→ TASK STATEMENT
Search term "ExtResource": please copy every line of the records below that contains it.

------ RECORD EXTRACTS

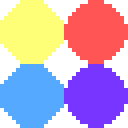
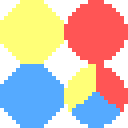
Layered file, before and after one edit (128 × 128). Changes by layer:
added layer "Layer 14" above "Layer 12 copy" over [64, 64, 128, 128]
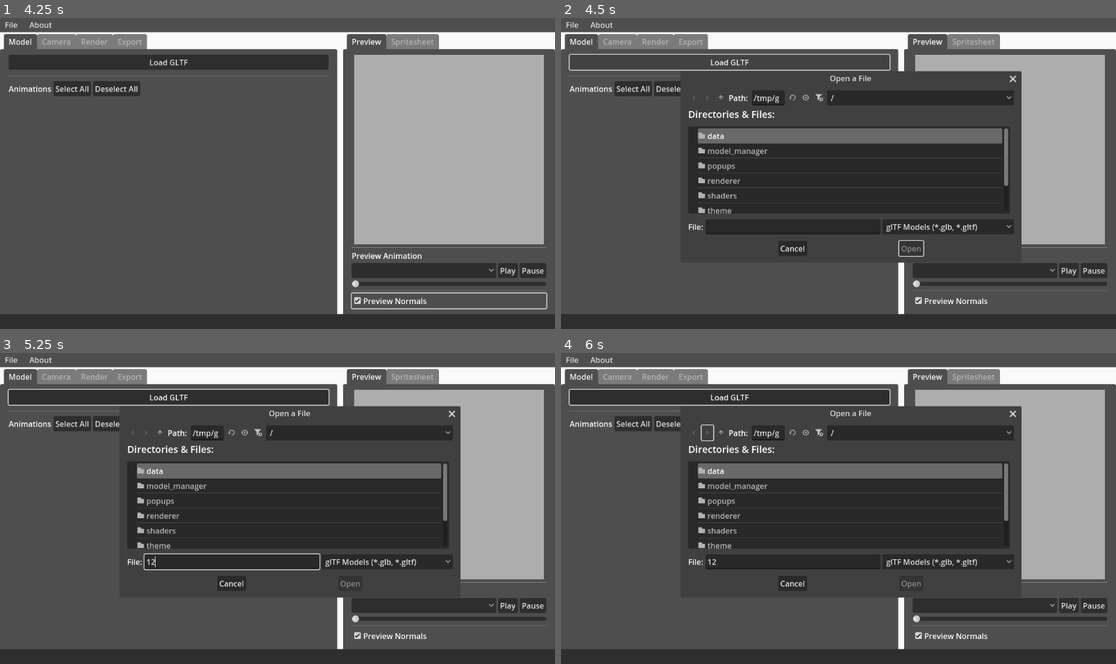
Above: before the commit, frames 1-4 (two rows, left to right).
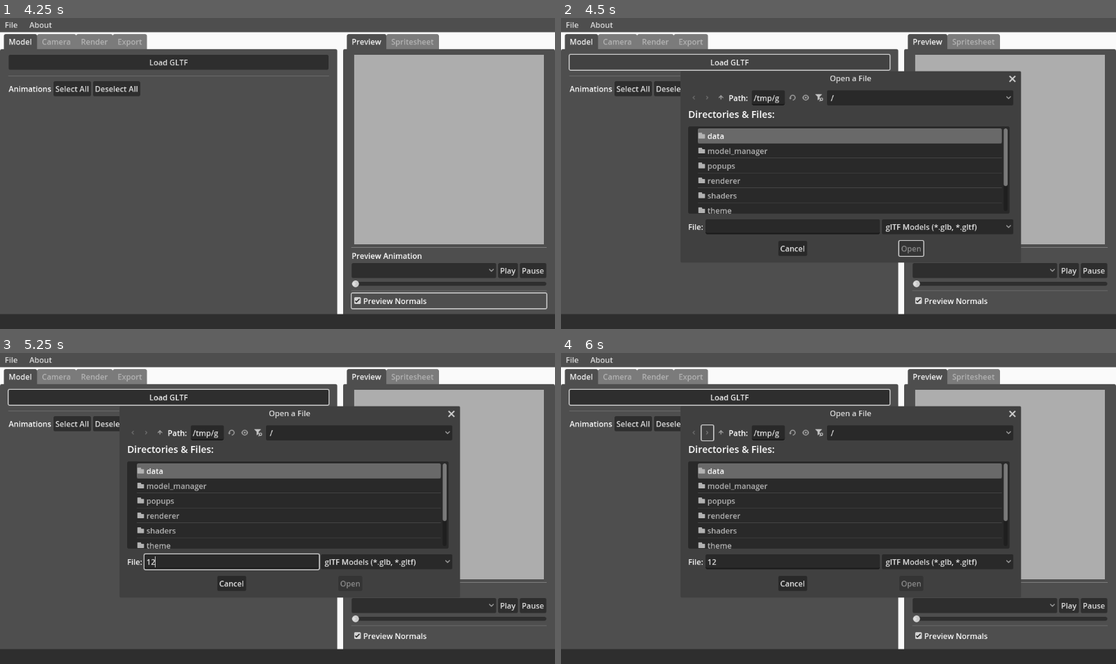
Above: after the commit, the same moments.

Repository: Caaz/FlatPixel
Game: Godot game, scene res://ui/main.tscn
Two runs of this game, one before a commit and one after it. Both use one fixed random seed, a clock stepped at 60 frames per second and the inputs below.
Inputs (mouse positions are in pixels of both pictures, inside the frame that each line leads up to):
- Up to frame 1 (4.25 s): click "Play" at 0.5 s; click "Play" at 1.25 s; click "Select All" at 2 s; click "Deselect All" at 2.75 s; click "Preview Normals" at 3.5 s
- Up to frame 2 (4.5 s): click "Load GLTF" at 4.25 s
- Up to frame 3 (5.25 s): click (233, 561) at 5.02 s; type "12" at 5.1 s
- Up to frame 4 (6 s): click (705, 433) at 5.75 s

Frame 1 is identical in both runs. In frame 2, 0.3% of the frame differs, in the area x 57-83%, y 17-74%; in frame 3, 0.3%; in frame 4, 0.3%.

Commit message:
ui and data prep for turntable mode

Diff:
--- a/data/settings/camera_settings.gd
+++ b/data/settings/camera_settings.gd
@@ -9,3 +9,5 @@
 
 @export var ortho_camera_size: float = 1
 @export var perspective_camera_fov: float = 75
+
+@export var turntable_steps: int = 1
--- /dev/null
+++ b/theme/tooltip_stylebox.tres
@@ -0,0 +1,16 @@
+[gd_resource type="StyleBoxFlat" format=3 uid="uid://bbfjeidm0wuy1"]
+
+[resource]
+content_margin_left = 10.0
+content_margin_top = 4.0
+content_margin_right = 10.0
+content_margin_bottom = 4.0
+bg_color = Color(0.180392, 0.180392, 0.180392, 1)
+border_width_left = 1
+border_width_top = 1
+border_width_right = 1
+border_width_bottom = 1
+corner_radius_top_left = 4
+corner_radius_top_right = 4
+corner_radius_bottom_right = 4
+corner_radius_bottom_left = 4
--- a/theme/ui_theme.tres
+++ b/theme/ui_theme.tres
@@ -7,6 +7,7 @@
 [ext_resource type="StyleBox" uid="uid://c3rgb07avjqxl" path="res://theme/tab_stylebox_hovered.tres" id="2_8aw70"]
 [ext_resource type="StyleBox" uid="uid://bmkgniq0rgoay" path="res://theme/menubar_pressed_stylebox.tres" id="3_p7mgs"]
 [ext_resource type="StyleBox" uid="uid://rn3k57eo8s06" path="res://theme/tab_stylebox_unselected.tres" id="4_eqcwn"]
+[ext_resource type="StyleBox" uid="uid://bbfjeidm0wuy1" path="res://theme/tooltip_stylebox.tres" id="8_7p73w"]
 
 [sub_resource type="StyleBoxFlat" id="StyleBoxFlat_7uusv"]
 draw_center = false
@@ -26,3 +27,4 @@
 TabContainer/styles/tab_hovered = ExtResource("2_8aw70")
 TabContainer/styles/tab_selected = ExtResource("2_7uusv")
 TabContainer/styles/tab_unselected = ExtResource("4_eqcwn")
+TooltipPanel/styles/panel = ExtResource("8_7p73w")
--- /dev/null
+++ b/ui/panels/camera/turntable_mode_button_group.tres
@@ -0,0 +1,3 @@
+[gd_resource type="ButtonGroup" format=3 uid="uid://btl3byugvo8uu"]
+
+[resource]
--- a/ui/panels/camera_panel.gd
+++ b/ui/panels/camera_panel.gd
@@ -15,6 +15,10 @@
 @onready var ortho_size_spin_box: SpinBox = %OrthoSizeSpinBox
 @onready var perspective_only_v_box: VBoxContainer = %PerspectiveOnlyVBox
 @onready var perspective_fov_spin_box: SpinBox = %PerspectiveFovSpinBox
+
+@onready var turntable_off_button: Button = %OffButton
+@onready var turntable_four_direction_button: Button = %FourDirectionButton
+@onready var turntable_eight_direction_button: Button = %EightDirectionButton
 
 func _ready():
 	Session.on_flpx_loaded.connect(_on_flpx_loaded)
@@ -38,7 +42,17 @@
 	settings.ortho_camera_size = ortho_size_spin_box.value
 	settings.perspective_camera_fov = perspective_fov_spin_box.value
 
+	settings.turntable_steps = _get_turntable_value()
+
 	Session.set_camera_settings(settings)
+
+func _get_turntable_value():
+	if turntable_off_button.button_pressed:
+		return 1
+	elif turntable_four_direction_button.button_pressed:
+		return 4
+	elif turntable_eight_direction_button.button_pressed:
+		return 8
 
 func _autoframe():
 	var aabb = Session.capture_model.get_aabb()
@@ -65,3 +79,7 @@
 
 	ortho_size_spin_box.set_value_no_signal(Session.camera_settings.ortho_camera_size)
 	perspective_fov_spin_box.set_value_no_signal(Session.camera_settings.perspective_camera_fov)
+
+	turntable_off_button.button_pressed = Session.camera_settings.turntable_steps == 1
+	turntable_four_direction_button.button_pressed = Session.camera_settings.turntable_steps == 4
+	turntable_eight_direction_button.button_pressed = Session.camera_settings.turntable_steps == 8
--- a/ui/panels/camera_panel.tscn
+++ b/ui/panels/camera_panel.tscn
@@ -1,6 +1,7 @@
-[gd_scene load_steps=2 format=3 uid="uid://biv2jotw81h8x"]
+[gd_scene load_steps=3 format=3 uid="uid://biv2jotw81h8x"]
 
 [ext_resource type="Script" uid="uid://bkxkk7w8il3wt" path="res://ui/panels/camera_panel.gd" id="1_bqdgj"]
+[ext_resource type="ButtonGroup" uid="uid://btl3byugvo8uu" path="res://ui/panels/camera/turntable_mode_button_group.tres" id="2_tw7vk"]
 
 [node name="CameraPanel" type="MarginContainer"]
 anchors_preset = 15
@@ -34,6 +35,42 @@
 min_value = -180.0
 max_value = 180.0
 
+[node name="TurntableModeHBox" type="HBoxContainer" parent="VBoxContainer"]
+layout_mode = 2
+
+[node name="TurntableModeLabel" type="Label" parent="VBoxContainer/TurntableModeHBox"]
+layout_mode = 2
+size_flags_horizontal = 3
+tooltip_text = "Automatically renders multiple times, rotating the model each time."
+mouse_filter = 1
+text = "Turntable Mode:"
+horizontal_alignment = 1
+
+[node name="OffButton" type="Button" parent="VBoxContainer/TurntableModeHBox"]
+unique_name_in_owner = true
+layout_mode = 2
+size_flags_horizontal = 3
+toggle_mode = true
+button_pressed = true
+button_group = ExtResource("2_tw7vk")
+text = "Off"
+
+[node name="FourDirectionButton" type="Button" parent="VBoxContainer/TurntableModeHBox"]
+unique_name_in_owner = true
+layout_mode = 2
+size_flags_horizontal = 3
+toggle_mode = true
+button_group = ExtResource("2_tw7vk")
+text = "4 Directions"
+
+[node name="EightDirectionButton" type="Button" parent="VBoxContainer/TurntableModeHBox"]
+unique_name_in_owner = true
+layout_mode = 2
+size_flags_horizontal = 3
+toggle_mode = true
+button_group = ExtResource("2_tw7vk")
+text = "8 Directions"
+
 [node name="HSeparator" type="HSeparator" parent="VBoxContainer"]
 layout_mode = 2
 
@@ -156,6 +193,9 @@
 [connection signal="value_changed" from="VBoxContainer/ModelRotationHBox/ModelRotationSpinBox" to="VBoxContainer/ModelRotationHBox/ModelRotationSlider" method="set_value_no_signal"]
 [connection signal="value_changed" from="VBoxContainer/ModelRotationHBox/ModelRotationSpinBox" to="." method="_on_value_changed" unbinds=1]
 [connection signal="value_changed" from="VBoxContainer/ModelRotationHBox/ModelRotationSlider" to="VBoxContainer/ModelRotationHBox/ModelRotationSpinBox" method="set_value"]
+[connection signal="pressed" from="VBoxContainer/TurntableModeHBox/OffButton" to="." method="_on_value_changed"]
+[connection signal="pressed" from="VBoxContainer/TurntableModeHBox/FourDirectionButton" to="." method="_on_value_changed"]
+[connection signal="pressed" from="VBoxContainer/TurntableModeHBox/EightDirectionButton" to="." method="_on_value_changed"]
 [connection signal="value_changed" from="VBoxContainer/CameraOffsetHBox/XSpinBox" to="." method="_on_value_changed" unbinds=1]
 [connection signal="value_changed" from="VBoxContainer/CameraOffsetHBox/YSpinBox" to="." method="_on_value_changed" unbinds=1]
 [connection signal="value_changed" from="VBoxContainer/CameraOffsetHBox/ZSpinBox" to="." method="_on_value_changed" unbinds=1]
--- a/util/flpx_handler.gd
+++ b/util/flpx_handler.gd
@@ -32,7 +32,8 @@
 			"camera_tilt": flpx.camera_settings.camera_tilt,
 			"ortho_camera": flpx.camera_settings.ortho_camera,
 			"ortho_camera_size": flpx.camera_settings.ortho_camera_size,
-			"perspective_camera_fov": flpx.camera_settings.perspective_camera_fov
+			"perspective_camera_fov": flpx.camera_settings.perspective_camera_fov,
+			"turntable_steps": flpx.camera_settings.turntable_steps
 		},
 		"render": {
 			"resolution": var_to_str(flpx.render_settings.resolution),
@@ -60,6 +61,7 @@
 	flpx.camera_settings.ortho_camera = dict["camera"]["ortho_camera"]
 	flpx.camera_settings.ortho_camera_size = dict["camera"]["ortho_camera_size"]
 	flpx.camera_settings.perspective_camera_fov = dict["camera"]["perspective_camera_fov"]
+	flpx.camera_settings.turntable_steps = dict["camera"]["turntable_steps"]
 
 	flpx.render_settings.resolution = str_to_var(dict["render"]["resolution"])
 	flpx.render_settings.use_color_quantization = dict["render"]["use_color_quantization"]
Not shown: 1 places in theme/ui_theme.tres that only renumber resources

------------

→ EXPECTED ANSWER
 TabContainer/styles/tab_hovered = ExtResource("2_8aw70")
 TabContainer/styles/tab_selected = ExtResource("2_7uusv")
 TabContainer/styles/tab_unselected = ExtResource("4_eqcwn")
+TooltipPanel/styles/panel = ExtResource("8_7p73w")
+button_group = ExtResource("2_tw7vk")
+button_group = ExtResource("2_tw7vk")
+button_group = ExtResource("2_tw7vk")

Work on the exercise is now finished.